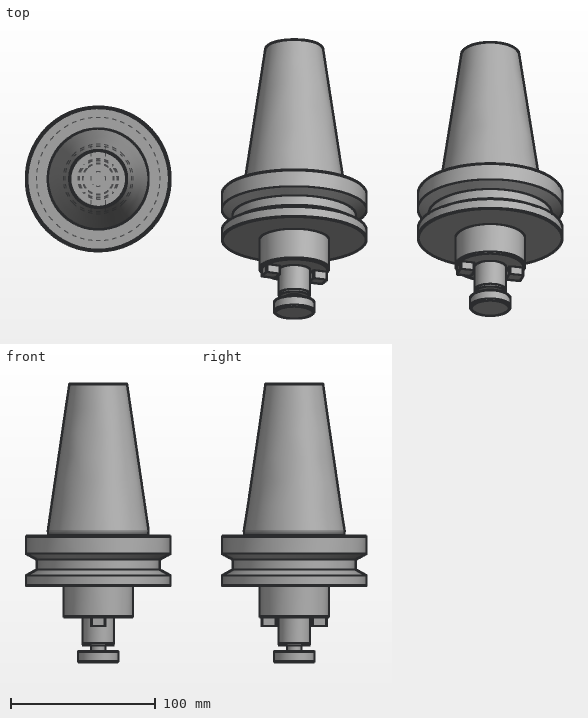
import cadquery as cq

overall_height = 192.8
head_top = 8.1
pilot_bottom = 12.0
key_bottom = 25.3
hub_bottom = 31.0
flange_bottom = 53.0
lower_rim_top = 60.2
groove_bottom = 64.2
groove_top = 71.1
upper_rim_bottom = 75.2
flange_top = 88.0
neck_cone_bottom = 89.7
neck_flare_top = 88.5
gauge_line = 91.0

head_radius = 14.0
shank_radius = 10.2 / 2
pilot_radius = 11.0
hub_radius = 24.1
flange_radius = 100.0 / 2
groove_radius = 42.6
neck_radius = 34.7
gauge_radius = 34.9
taper_ratio = 7 / 24
tip_radius = gauge_radius - (overall_height - gauge_line) * taper_ratio / 2

edge_chamfer = 1.2
head_top_chamfer = 0.8
pilot_chamfer_radial = 0.5
pilot_chamfer_height = 1.7
flange_bottom_chamfer = 0.5
tip_chamfer = 0.8

key_width = 10.2
key_inner = 12.3
key_embed = 2.0
key_chamfer = 0.8


def make_turned_body():
    """Revolve the half section of the screw, pilot, hub, flange and taper."""
    profile = [
        (0, 0),
        (head_radius - edge_chamfer, 0),
        (head_radius, edge_chamfer),
        (head_radius, head_top - head_top_chamfer),
        (head_radius - head_top_chamfer, head_top),
        (shank_radius, head_top),
        (shank_radius, pilot_bottom),
        (pilot_radius - pilot_chamfer_radial, pilot_bottom),
        (pilot_radius, pilot_bottom + pilot_chamfer_height),
        (pilot_radius, hub_bottom),
        (hub_radius - edge_chamfer, hub_bottom),
        (hub_radius, hub_bottom + edge_chamfer),
        (hub_radius, flange_bottom),
        (flange_radius - flange_bottom_chamfer, flange_bottom),
        (flange_radius, flange_bottom + flange_bottom_chamfer),
        (flange_radius, lower_rim_top),
        (groove_radius, groove_bottom),
        (groove_radius, groove_top),
        (flange_radius, upper_rim_bottom),
        (flange_radius, flange_top - edge_chamfer),
        (flange_radius - edge_chamfer, flange_top),
        (gauge_radius, flange_top),
        (neck_radius, neck_flare_top),
        (neck_radius, neck_cone_bottom),
        (gauge_radius, gauge_line),
        (tip_radius, overall_height - tip_chamfer),
        (tip_radius - tip_chamfer, overall_height),
        (0, overall_height),
    ]
    return cq.Workplane("XZ").polyline(profile).close().revolve(360, (0, 0, 0), (0, 1, 0))


def make_key(side):
    """Square driving key below the hub, on the +Y (side=1) or -Y (side=-1) side."""
    key_center = side * (key_inner + key_width / 2)
    return (
        cq.Workplane("XY", origin=(0, key_center, key_bottom))
        .rect(key_width, key_width)
        .extrude(hub_bottom + key_embed - key_bottom)
        .edges("|Z")
        .chamfer(key_chamfer)
    )


result = make_turned_body()
for side in (-1, 1):
    result = result.union(make_key(side))
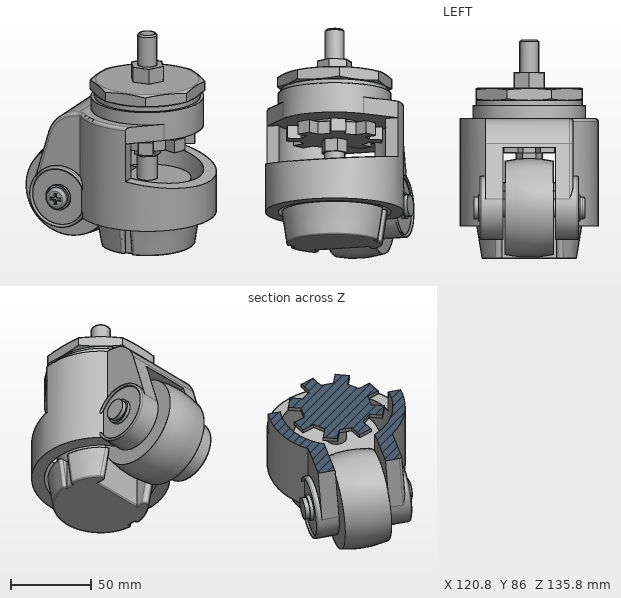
import cadquery as cq
import math


foot_top = 42.0
body_bottom = 20.2
cavity_roof = 76.5
body_top = 87.0
collar_top = 95.0
lock_nut_bottom = 98.0
lock_nut_top = 105.9
stem_nut_top = 115.5
stem_top = 135.8

body_diameter = 86.0
body_radius = body_diameter / 2
collar_radius = 35.0
neck_radius = 33.0
top_round = 2.0
corner_round = 1.4
opening_x = 4.6
floor_inner_z = 51.9
floor_outer_z = 45.2

fork_half_width = 27.2
fork_gap = 32.5
fork_roof = 69.0
shoulder_radius = 21.6
boss_radius = 19.7
boss_length = 61.4
boss_face_length = 58.4
boss_rim_width = 1.8

wheel_x = -47.0
wheel_z = 31.5
wheel_diameter = 61.5
wheel_radius = wheel_diameter / 2
wheel_rim_radius = 29.0
wheel_width = 29.9
axle_radius = 5.5
screw_flange_radius = 8.0
screw_flange_y = 31.5
screw_head_radius = 6.8
screw_head_y = 34.8
screw_head_round = 1.8
cap_y = 34.4
cross_length = 7.0
cross_width = 1.9
cross_depth = 2.0

lock_nut_sides = 8
lock_nut_flats = 66.0
lock_nut_face_radius = 32.0
lock_nut_chamfer_slope = 0.3
stem_nut_flats = 18.9
stem_radius = 6.0
stem_chamfer = 1.1
plate_radius = 14.8
plate_bottom = 74.8
spacer_radius = 11.8
star_top = 73.6
star_bottom = 65.6
star_teeth = 8
star_reach = 29.6
star_tooth_width = 9.2
star_tooth_depth = 8.0
stud_nut_flats = 14.1
stud_nut_bottom = 57.6
stud_radius = 6.4

foot_radius = 32.9
foot_bottom_radius = 29.6
foot_edge_round = 0.8
foot_plug_radius = 27.2
foot_slot_half_width = 17.0
foot_slot_back_x = -15.0
foot_slot_round = 2.5
groove_width = 4.6
groove_floor_y = 27.4
groove_round = 1.8


def disc(radius, bottom, top):
    """Cylinder on the stem axis between two heights."""
    return cq.Workplane("XY").workplane(offset=bottom).circle(radius).extrude(top - bottom)


def prism(sides, flats, bottom, top, turn=0):
    """Regular prism on the stem axis, sized across its flats."""
    corner_diameter = flats / math.cos(math.pi / sides)
    blank = cq.Workplane("XY").workplane(offset=bottom).polygon(sides, corner_diameter)
    return blank.extrude(top - bottom).rotate((0, 0, 0), (0, 0, 1), turn)


def cross_disc(radius, start_y, end_y):
    """Cylinder on the wheel axle between two Y places."""
    plane = cq.Workplane("XZ", origin=(wheel_x, start_y, wheel_z))
    return plane.circle(radius).extrude(start_y - end_y)


def make_fork_blank():
    """Solid fork: a shoulder arc running tangent into the round of the axle boss."""
    shoulder_x = -collar_radius
    shoulder_z = body_top - shoulder_radius
    rise = math.atan2(shoulder_z - wheel_z, shoulder_x - wheel_x)
    spacing = math.hypot(shoulder_x - wheel_x, shoulder_z - wheel_z)
    tangent = rise + math.acos((boss_radius - shoulder_radius) / spacing)
    middle = (tangent + math.pi / 2) / 2

    def on_shoulder(angle):
        return (shoulder_x + shoulder_radius * math.cos(angle), shoulder_z + shoulder_radius * math.sin(angle))

    def on_boss(angle):
        return (wheel_x + boss_radius * math.cos(angle), wheel_z + boss_radius * math.sin(angle))

    lower_angle = -math.asin((wheel_z - body_bottom) / boss_radius)
    outline = (
        cq.Workplane("XZ", origin=(0, fork_half_width, 0))
        .moveTo(0, body_top)
        .lineTo(shoulder_x, body_top)
        .threePointArc(on_shoulder(middle), on_shoulder(tangent))
        .lineTo(*on_boss(tangent))
        .threePointArc(on_boss(math.pi * 1.25), on_boss(lower_angle))
        .lineTo(0, body_bottom)
        .close()
    )
    return outline.extrude(2 * fork_half_width)


def make_body_blank():
    """Round body joined to the fork, ending at the fork shoulder on the -X side."""
    keep_box = cq.Workplane("XY").box(
        body_radius + collar_radius, 2 * body_radius, body_top, centered=(False, True, False)
    ).translate((-collar_radius, 0, 0))
    round_body = disc(body_radius, body_bottom, body_top).intersect(keep_box)
    return round_body.union(make_fork_blank())


def make_opening_cut():
    """Open side at +X: flanks tangent to the collar above, a sloping floor below."""
    far = 2 * body_radius
    start_y = math.sqrt(body_radius**2 - opening_x**2)
    start_angle = math.atan2(start_y, opening_x)
    touch_angle = start_angle - math.acos(collar_radius / body_radius)
    touch_x = collar_radius * math.cos(touch_angle)
    touch_y = collar_radius * math.sin(touch_angle)
    flanks = (
        cq.Workplane("XY")
        .workplane(offset=cavity_roof)
        .polyline([
            (opening_x, -start_y), (touch_x, -touch_y), (touch_x, touch_y),
            (opening_x, start_y), (opening_x, far), (far, far), (far, -far), (opening_x, -far),
        ])
        .close()
        .extrude(body_top - cavity_roof)
    )
    gap = (
        cq.Workplane("XZ", origin=(0, far, 0))
        .polyline([
            (opening_x, cavity_roof), (opening_x, floor_inner_z),
            (body_radius, floor_outer_z), (body_radius, cavity_roof),
        ])
        .close()
        .extrude(2 * far)
    )
    return flanks.union(gap)


def make_boss():
    """Axle boss with a half-round rim standing proud of each end face."""
    rim_round = boss_rim_width / 2
    rim_start = boss_length / 2 - rim_round
    recess_radius = boss_radius - boss_rim_width
    face = boss_face_length / 2
    section = (
        cq.Workplane("YZ", origin=(wheel_x, 0, wheel_z))
        .moveTo(-face, 0)
        .lineTo(-face, recess_radius)
        .lineTo(-rim_start, recess_radius)
        .threePointArc((-boss_length / 2, boss_radius - rim_round), (-rim_start, boss_radius))
        .lineTo(rim_start, boss_radius)
        .threePointArc((boss_length / 2, boss_radius - rim_round), (rim_start, recess_radius))
        .lineTo(face, recess_radius)
        .lineTo(face, 0)
        .close()
    )
    return section.revolve(360, (0, 0, 0), (1, 0, 0))


def make_body():
    """Body and fork with the front outer edge rounded, hollowed for the wheel and star wheel."""
    body = make_body_blank()
    corner_x = -math.sqrt(body_radius**2 - fork_half_width**2)
    corner = cq.selectors.NearestToPointSelector((corner_x, -fork_half_width, (body_bottom + body_top) / 2))
    body = body.edges("|Z").edges(corner).fillet(corner_round)
    body = body.cut(make_opening_cut())
    shoulder_edge = cq.selectors.NearestToPointSelector((-collar_radius, -fork_half_width, body_top))
    body = body.faces(">Z").edges(shoulder_edge).fillet(top_round)

    cavity = disc(collar_radius, 0, cavity_roof)
    wheel_gap = cq.Workplane("XY").box(
        -2 * wheel_x, fork_gap, fork_roof, centered=(True, True, False)
    ).translate((wheel_x, 0, 0))
    body = body.union(make_boss()).cut(cavity).cut(wheel_gap)
    return body.union(disc(collar_radius, cavity_roof, collar_top))


def make_wheel():
    """Crowned wheel on its axle, with a cross-head screw at the front and a plain cap at the back."""
    half = wheel_width / 2
    wheel = (
        cq.Workplane("XY", origin=(wheel_x, 0, wheel_z))
        .moveTo(0, -half)
        .lineTo(wheel_rim_radius, -half)
        .threePointArc((wheel_radius, 0), (wheel_rim_radius, half))
        .lineTo(0, half)
        .close()
        .revolve(360, (0, 0, 0), (0, 1, 0))
    )
    face = boss_face_length / 2
    axle = cross_disc(axle_radius, face, -face)
    screw = cross_disc(screw_head_radius, -face, -screw_head_y).faces("<Y").edges().fillet(screw_head_round)
    screw = screw.union(cross_disc(screw_flange_radius, -face, -screw_flange_y))
    cap = cross_disc(screw_head_radius, cap_y, face)
    cap = cap.union(cross_disc(screw_flange_radius, screw_flange_y, face))
    for length, height in ((cross_length, cross_width), (cross_width, cross_length)):
        recess = cq.Workplane("XY", origin=(wheel_x, -screw_head_y, wheel_z)).box(length, 2 * cross_depth, height)
        screw = screw.cut(recess)
    return wheel.union(axle).union(cap).union(screw)


def make_lock_nut():
    """Octagonal nut with coned corners on both faces."""
    nut = prism(lock_nut_sides, lock_nut_flats, lock_nut_bottom, lock_nut_top, 180 / lock_nut_sides)
    reach = lock_nut_flats
    drop = lock_nut_chamfer_slope * (reach - lock_nut_face_radius)
    cones = (
        cq.Workplane("XZ")
        .polyline([
            (0, lock_nut_bottom), (lock_nut_face_radius, lock_nut_bottom), (reach, lock_nut_bottom + drop),
            (reach, lock_nut_top - drop), (lock_nut_face_radius, lock_nut_top), (0, lock_nut_top),
        ])
        .close()
        .revolve(360, (0, 0, 0), (0, 1, 0))
    )
    return nut.intersect(cones)


def make_star_wheel():
    """Hand wheel with square teeth, half a tooth step away from the X axis."""
    step = 360 / star_teeth
    root = star_reach - star_tooth_depth
    star = prism(star_teeth, 2 * root, star_bottom, star_top, step / 2)
    height = star_top - star_bottom
    tooth = cq.Workplane("XY").box(star_reach, star_tooth_width, height, centered=(False, True, False))
    tooth = tooth.translate((0, 0, star_bottom))
    for number in range(star_teeth):
        star = star.union(tooth.rotate((0, 0, 0), (0, 0, 1), (number + 0.5) * step))
    return star


def make_foot():
    """Tapered foot with a slot that clears the wheel, a groove at front and back, and a plug on top."""
    foot = (
        cq.Workplane("XZ")
        .polyline([(0, 0), (foot_bottom_radius, 0), (foot_radius, body_bottom), (0, body_bottom)])
        .close()
        .revolve(360, (0, 0, 0), (0, 1, 0))
    )
    slot_width = 2 * foot_slot_half_width
    wheel_slot = cq.Workplane("XY").box(
        foot_radius, slot_width, foot_top, centered=(False, True, False)
    ).translate((foot_slot_back_x - foot_radius, 0, 0))
    foot = foot.cut(wheel_slot)
    foot = foot.edges("%HYPERBOLA").fillet(foot_slot_round)
    for side in (-1, 1):
        groove = cq.Workplane("XY").box(
            groove_width, foot_radius, foot_top, centered=(True, True, False)
        ).translate((0, side * (groove_floor_y + foot_radius / 2), 0))
        mouth = cq.selectors.BoxSelector(
            (-groove_width, side * groove_floor_y, 0), (groove_width, side * foot_radius, body_bottom)
        )
        foot = foot.cut(groove)
        foot = foot.edges("%HYPERBOLA").edges(mouth).fillet(groove_round)
    foot = foot.faces("<Z").edges().fillet(foot_edge_round)
    plug = disc(foot_plug_radius, body_bottom, foot_top).cut(wheel_slot)
    return foot.union(plug)


stem = disc(stem_radius, lock_nut_top, stem_top).faces(">Z").chamfer(stem_chamfer)

result = (
    make_body()
    .union(make_wheel())
    .union(disc(neck_radius, collar_top, lock_nut_bottom))
    .union(make_lock_nut())
    .union(prism(6, stem_nut_flats, lock_nut_top, stem_nut_top))
    .union(stem)
    .union(disc(plate_radius, plate_bottom, cavity_roof))
    .union(disc(spacer_radius, star_top, plate_bottom))
    .union(make_star_wheel())
    .union(prism(6, stud_nut_flats, stud_nut_bottom, star_bottom, 30))
    .union(disc(stud_radius, foot_top, stud_nut_bottom))
    .union(make_foot())
)
◇ ◇ ◇ ◇ ◇
PROMPT
From the entries, copy out each line containing the word "moveTo".

RESPONSE TO THIS EXERCISE
        .moveTo(0, body_top)
        .moveTo(-face, 0)
        .moveTo(0, -half)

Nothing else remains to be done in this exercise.